[ros-users] [Discourse.ros.org] [Next Generation ROS] What should be the correct behavier of a "reliable" transmission? (throughput problem)

EwingKang ros.discourse at gmail.com
Tue Nov 13 09:59:12 UTC 2018



Hello, everyone.

We've been testing the ROS2 and DDS lately and came across the following issue.
First of all, I'm using ROS2 ardent with OpenSplice DDS. But I believe the behavior can also be apply to newer version and other DDS vendors. Please correct me if I'm wrong.
Test source: https://github.com/EwingKang/adlink_ros2_qos_test
Related article: https://index.ros.org/doc/ros2/About-Quality-of-Service-Settings/

TL;DR: We cannot guarantee the arrival of topics even with "reliable" QoS 

Full version:
We I'm running the throughput testing tools (link above), I've discovered that the publishing rate is significantly higher.

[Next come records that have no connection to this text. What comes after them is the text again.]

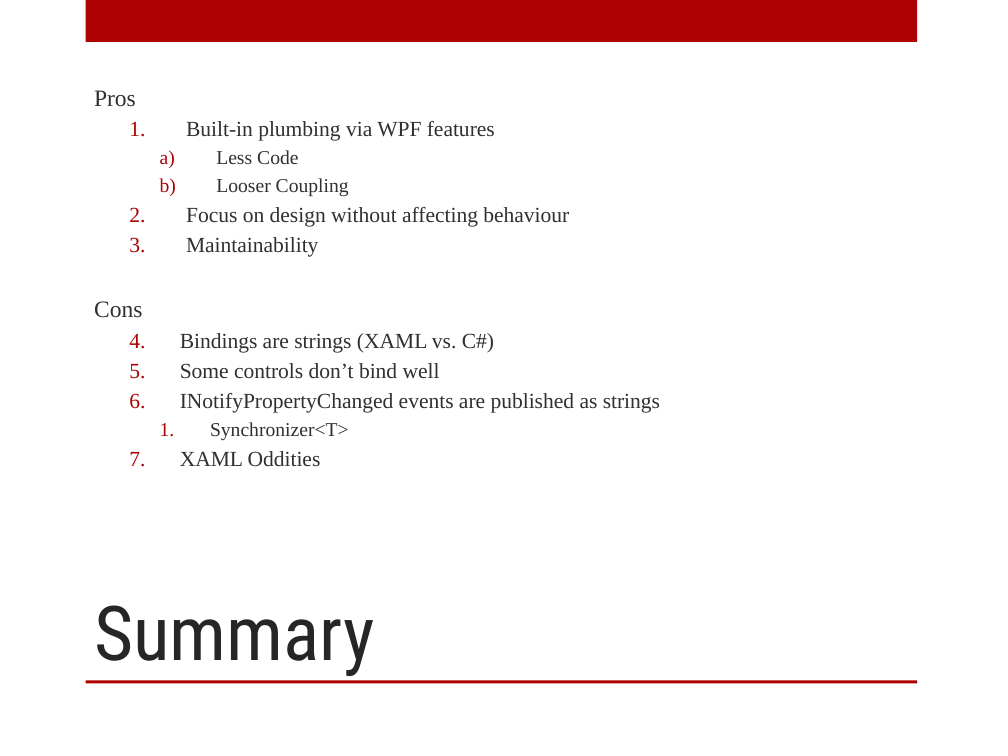
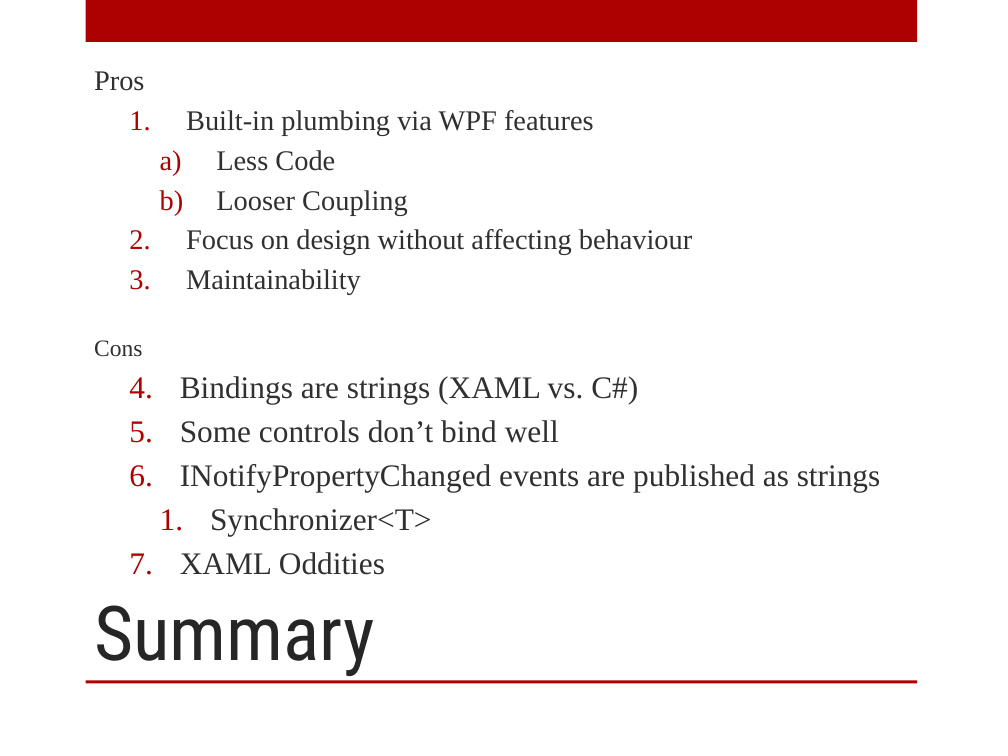
Before and after one commit to arcresources/MVPtoMVVM, a slide deck: slide 12 of docs/MVP to MVVM.pptx. Drawn at 1008x756 pixels with LibreOffice and Linux fonts; fonts in the diff are those of the drawing; background and template pictures are left out. Boxes give left, top, right and bottom in pixels: in the first picture for what was removed or moved away, otherwise in the second. Text is boxed around its words. In the diff, an @@ line names an element or a change of style, - is before the commit and + after.

```diff
--- a/docs/MVP to MVVM.pptx
+++ b/docs/MVP to MVVM.pptx
@@ text at box(94, 71, 881, 575): size 16.8 to 20.3 pt in "Pros"; size 15.4 to 20.3 pt in "Built-in plumbing via WPF features", "Focus on design without affecting behaviour", "Maintainability"; size 14 to 20.3 pt in "Less Code", "Looser Coupling"; size 15.4 to 22.4 pt in "Bindings are strings (XAML vs. C#)", "Some controls don’t bind well", "INotifyPropertyChanged events are published as strings", "XAML Oddities"; size 14 to 22.4 pt in "Synchronizer<T>"; more space between paragraphs @@
```
Also in this commit, not shown: 2 other slides changed.

In fact, I can publish at rate of over 85000 Hz with 4KB payload setup (that is, 332MB/s). While the subscribing node only got average of 1000 Hz, and the rate is very unstable. Originally I thought it was the problem of the QoS setting, but it turns out the "reliable" QoS is already the default.
After some weeks long investigation, we've finally discovered the root cause. To our understanding, because the default history QoS is set to KEEP_LAST, the DDS system will discards the data that's already in the buffer, which is not yet taken by the rmw layer, and replace it with the newest "LAST" data sample.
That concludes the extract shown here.